### RECORDS PROVIDED
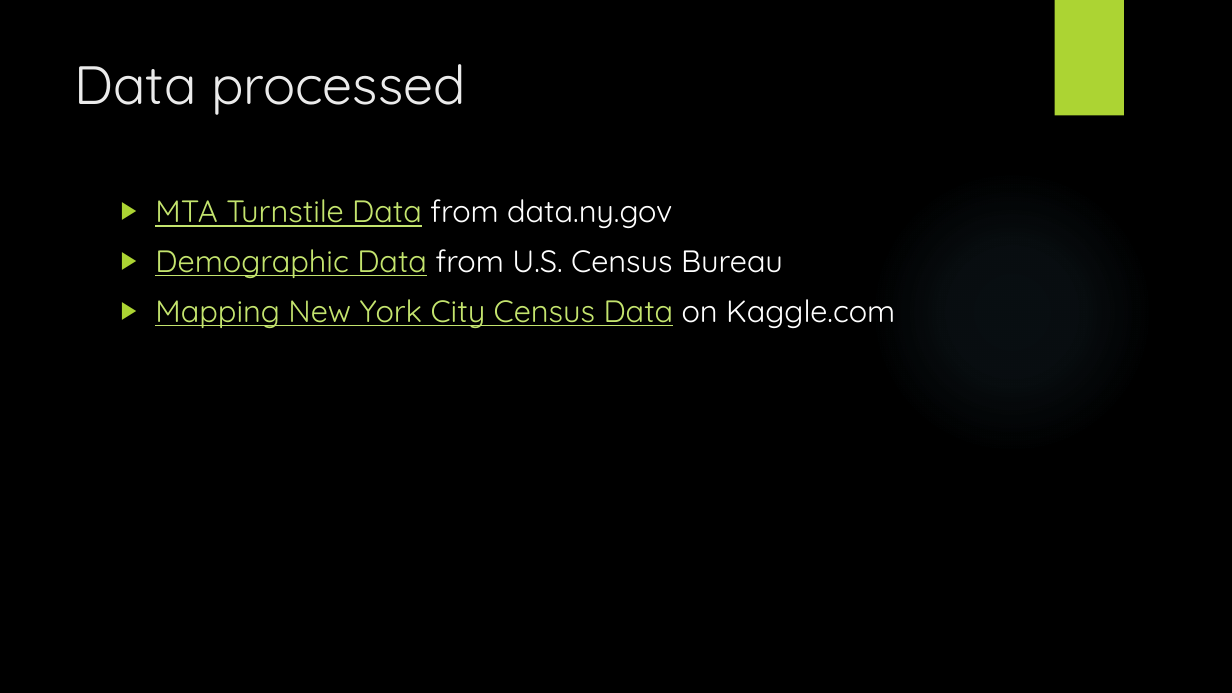
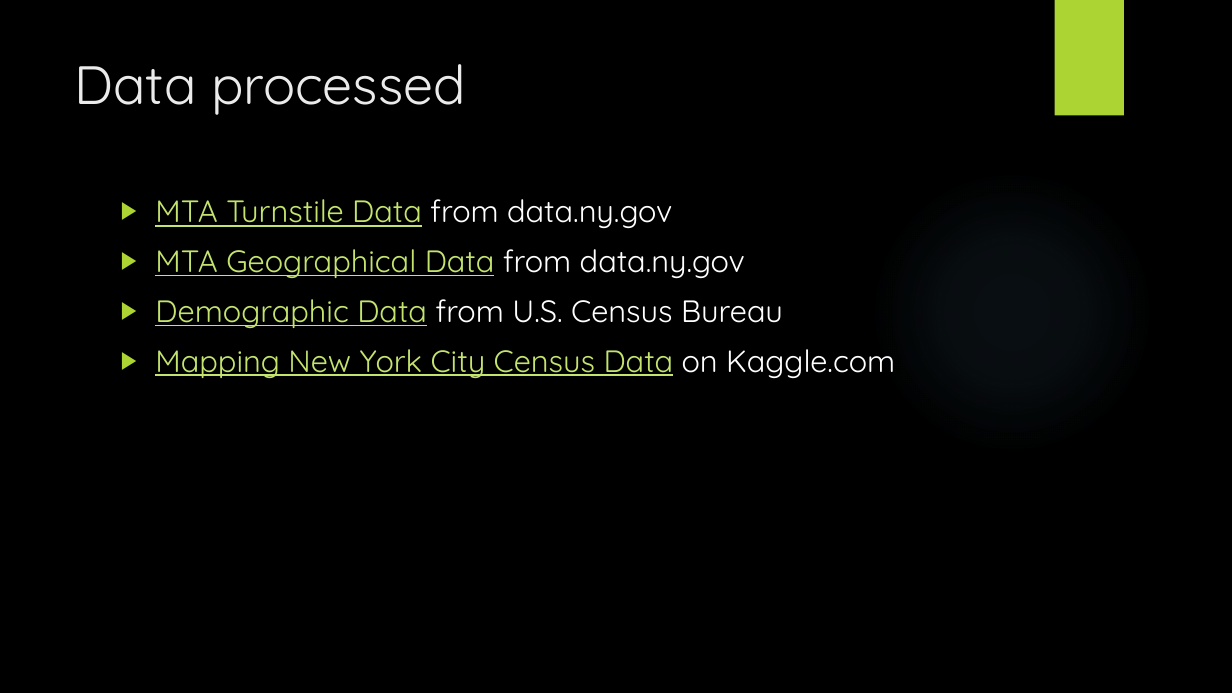
Before and after one commit to JNYH/projectbenson, a slide deck: slide 3 of OptimizeStreetTeamDeployment.pptx. Drawn at 1232x693 pixels with LibreOffice and Linux fonts; fonts in the diff are those of the drawing; background and template pictures are left out. Boxes give left, top, right and bottom in pixels: in the first picture for what was removed or moved away, otherwise in the second. Text is boxed around its words. In the diff, an @@ line names an element or a change of style, - is before the commit and + after.

```diff
--- a/OptimizeStreetTeamDeployment.pptx
+++ b/OptimizeStreetTeamDeployment.pptx
@@ text at <box>155,249,745,278</box>: paragraph added @@
+▶ MTA Geographical Data from data.ny.gov
```
Also in this commit, not shown: 7 other slides changed, 1 slide added.
######
WHAT YOU NEED TO DO
Extract, from the listing above, every line where the string "slide" occurs.

ANSWER SPACE
Before and after one commit to JNYH/projectbenson, a slide deck: slide 3 of OptimizeStreetTeamDeployment.pptx. Drawn at 1232x693 pixels with LibreOffice and Linux fonts; fonts in the diff are those of the drawing; background and template pictures are left out. Boxes give left, top, right and bottom in pixels: in the first picture for what was removed or moved away, otherwise in the second. Text is boxed around its words. In the diff, an @@ line names an element or a change of style, - is before the commit and + after.
Also in this commit, not shown: 7 other slides changed, 1 slide added.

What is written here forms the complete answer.